Saved data entries
*** Begin section ***

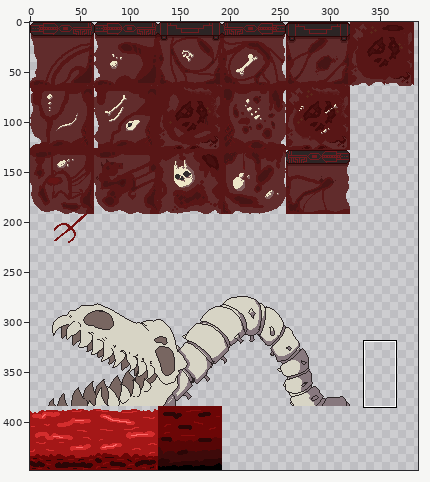
Two states of a sprite sheet, test/desktop/build/resources/main/maps/tiles.png. Above: a wide view before the commit, with the close-up outlined.
Close-up. Before:
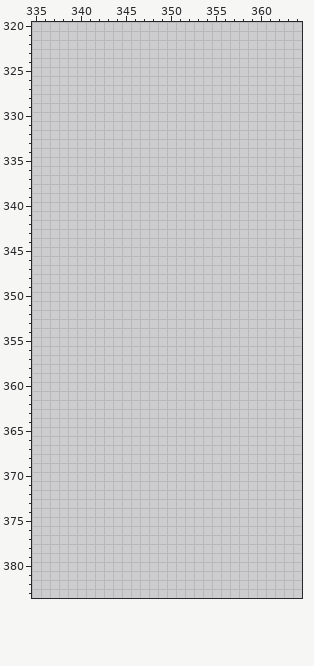
The file is 448x448 pixels. Colours within 5 levels of each other are drawn and written as one. Shown: x 335..364, y 320..383. The wide view leaves out empty margins.
After:
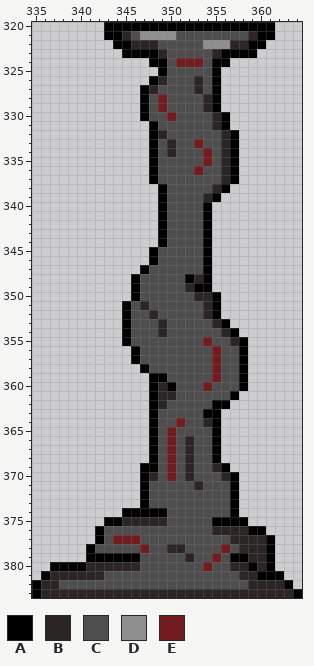
Palette (. is transparent): A #000000  B #2c2525  C #4e4e4e  D #8f8f8f  E #721c20
From old to new:
y 320: x 343..361 ................... -> AAAAAAAAAAAAAAAAAAA
y 321: x 343..361 ................... -> AABCDDDDCCCCCCCCBAA
y 322: x 344..360 ................. -> AABBBCCCCCDDDBBAA
y 323: x 345..359 ............... -> AAAABCCCCCBAAAA
y 324: x 348..356 ......... -> AACEEECAA
y 325: x 349..355 ....... -> ACCCCCA
y 326: x 348..355 ........ -> ABCCCBCA
y 327: x 347..355 ......... -> ABCCCCBCA
y 328..329: x 347..355 ......... -> ACECCCCBA
y 330: x 347..356 .......... -> ACCECCCCBA
y 331: x 348..356 ......... -> ACCCCCCBA
y 332: x 348..357 .......... -> ABCCCCCCBA
y 333: x 348..357 .......... -> ACBCCECCBA
y 334: x 348..357 .......... -> ACBCCCECBA
y 335: x 348..357 .......... -> ACCCCCECBA
y 336: x 348..357 .......... -> ACCCCECCBA
y 337: x 348..357 .......... -> ACCCCCCCBA
y 338: x 349..356 ........ -> ACCCCCBA
y 339: x 349..355 ....... -> ACCCCBA
y 340..344: x 349..354 ...... -> ACCCCA
y 345..346: x 348..354 ....... -> ACCCCCA
y 347: x 347..354 ........ -> ACCCCCCA
y 348: x 346..354 ......... -> ACCCCCABA
y 349: x 346..354 ......... -> ACCCCCBAA
y 350: x 346..355 .......... -> ACCCCCCBBA
y 351: x 345..355 ........... -> ACBCCCCCCBA
y 352: x 345..355 ........... -> ACCBCCCCCBA
y 353: x 345..356 ............ -> ACCCBCCCCCBA
y 354: x 345..357 ............. -> ACCCBCCCCCCBA
y 355: x 345..358 .............. -> ACCCCCCCCECCBA
y 356..357: x 346..358 ............. -> ACCCCCCCCECCA
y 358: x 347..358 ............ -> ACCCCCCCECCA
y 359: x 348..358 ........... -> AACCCCCECCA
y 360: x 348..358 ........... -> ABACCCECCCA
y 361: x 348..357 .......... -> ABBCCCCCCA
y 362: x 348..356 ......... -> ABCCCCCAA
y 363: x 348..355 ........ -> ACCCCCAA
y 364: x 348..355 ........ -> ACCECCBA
y 365: x 348..355 ........ -> ACECCCCA
y 366..368: x 348..355 ........ -> ACECBCCA
y 369: x 347..356 .......... -> AACECBCCBA
y 370: x 347..357 ........... -> ABCECBCCCBA
y 371: x 347..357 ........... -> ACCCCCBCCCA
y 372..373: x 347..357 ........... -> ACCCCCCCCCA
y 374: x 345..357 ............. -> AAAAACCCCCCCA
y 375: x 343..358 ................ -> AABBBBBCCCCCAAAA
y 376: x 342..360 ................... -> ACCCCCCCCCCCCBBBBAA
y 377: x 342..361 .................... -> ACEEECCCCCCCCCCBBBBA
y 378: x 341..361 ..................... -> ACCCCCECCBBCCCCECBBBA
y 379: x 341..361 ..................... -> AAAAAACCCCCBCCECAABBA
y 380: x 337..361 ......................... -> AAAABBBBBBCCCCCCCECCBBABA
y 381: x 336..362 ........................... -> ABBBBBBCCCCCCCCCCCCCCCBBAAA
y 382: x 335..363 ............................. -> ABBCCCCCCCCCCCCCCCCCCCCCBBBBA
y 383: x 335..364 .............................. -> ABBBBBBBBBBBBBBBBBBBBBBBBBBBBA
Boxes around the changes in both close-ups, in picture pixels (x1, y1, x2, y2):
added: (32, 22, 302, 598)
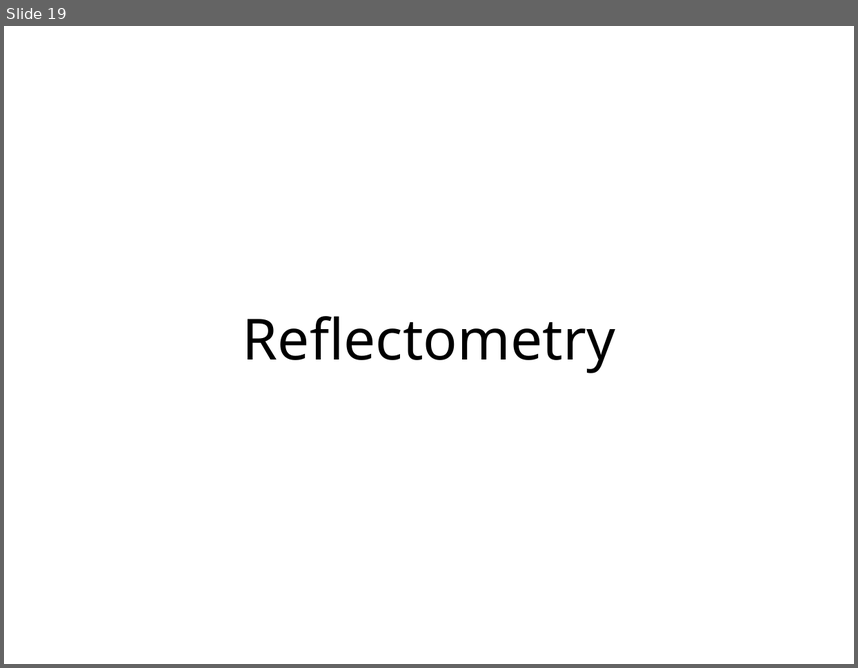
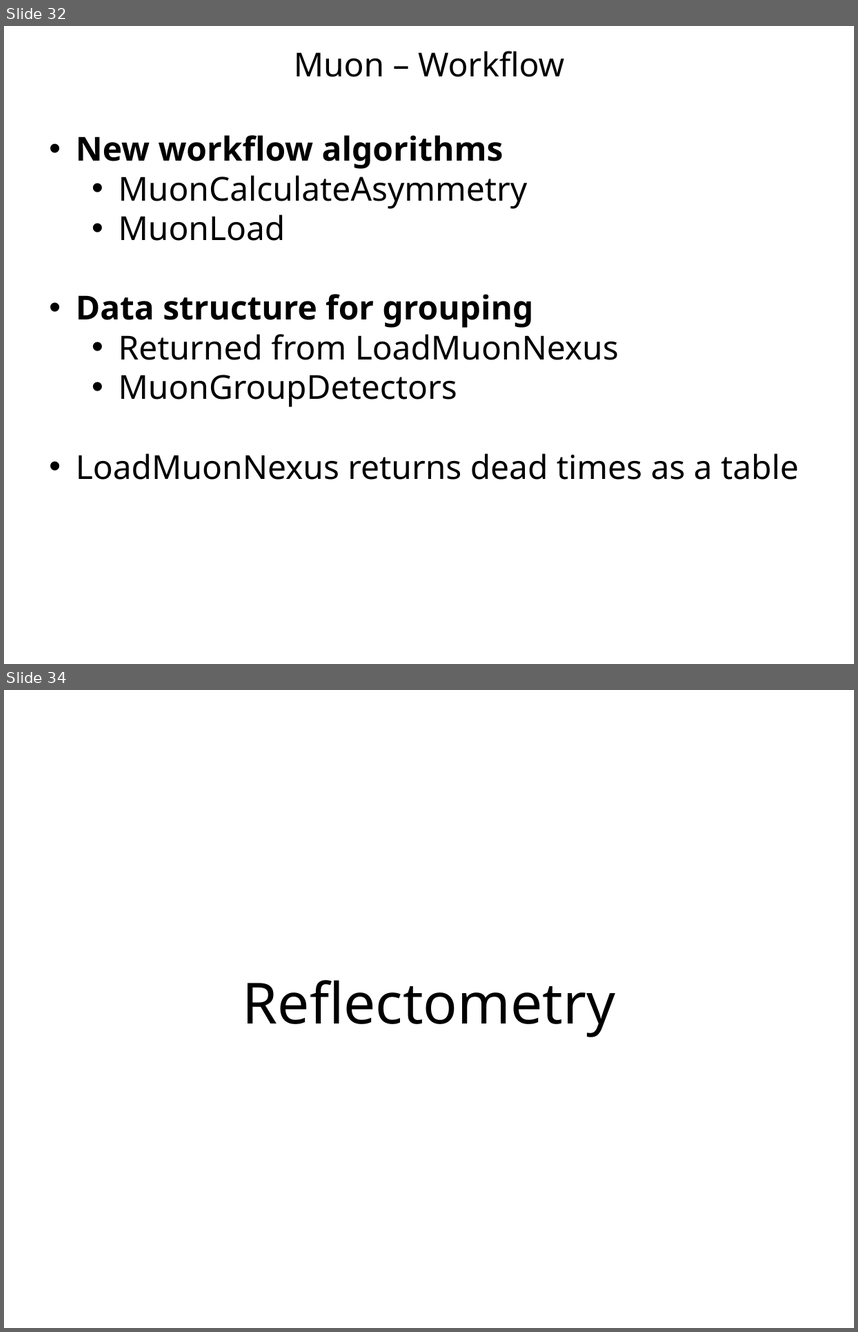
Before and after one commit to mantidproject/documents, a slide deck: Presentations/Release Presentations/3.1/Release 3.1 Presentation.pptx. Shown one above the other, each under a label of ours: slide 19 before the commit, slides 32 and 34 after it; the slides between them are not shown. The pictures are 858x668 and 858x1332 pixels, drawn with LibreOffice and Linux fonts; fonts in the diff are those of the drawing; background and template pictures are left out. Boxes give left, top, right and bottom in pixels: in the first picture for what was removed or moved away, otherwise in the second. Text is boxed around its words. In the diff, an @@ line names an element or a change of style, - is before the commit and + after.

```diff
--- a/Presentations/Release Presentations/3.1/Release 3.1 Presentation.pptx
+++ b/Presentations/Release Presentations/3.1/Release 3.1 Presentation.pptx
@@ slide 32 added at [4, 26, 854, 664], background #FFFFFF @@
@@ title added at [294, 51, 564, 77], 28 pt, text #000000 @@
+Muon – Workflow
@@ text added at [76, 135, 799, 479], 28 pt, text #000000 @@
+• New workflow algorithms
+  • MuonCalculateAsymmetry
+  • MuonLoad
+• Data structure for grouping
+  • Returned from LoadMuonNexus
+  • MuonGroupDetectors
+• LoadMuonNexus returns dead times as a table
@@ what was slide 19 is now slide 34 @@
```
Also in this commit, not shown: 6 slides changed, 32 other slides added, 8 slides removed, 12 other files.

*** End section ***

Give the number of lines in the records above in which the word "Release" appears. Include no other text.

→ **ANSWER FOR THIS EXERCISE**:
3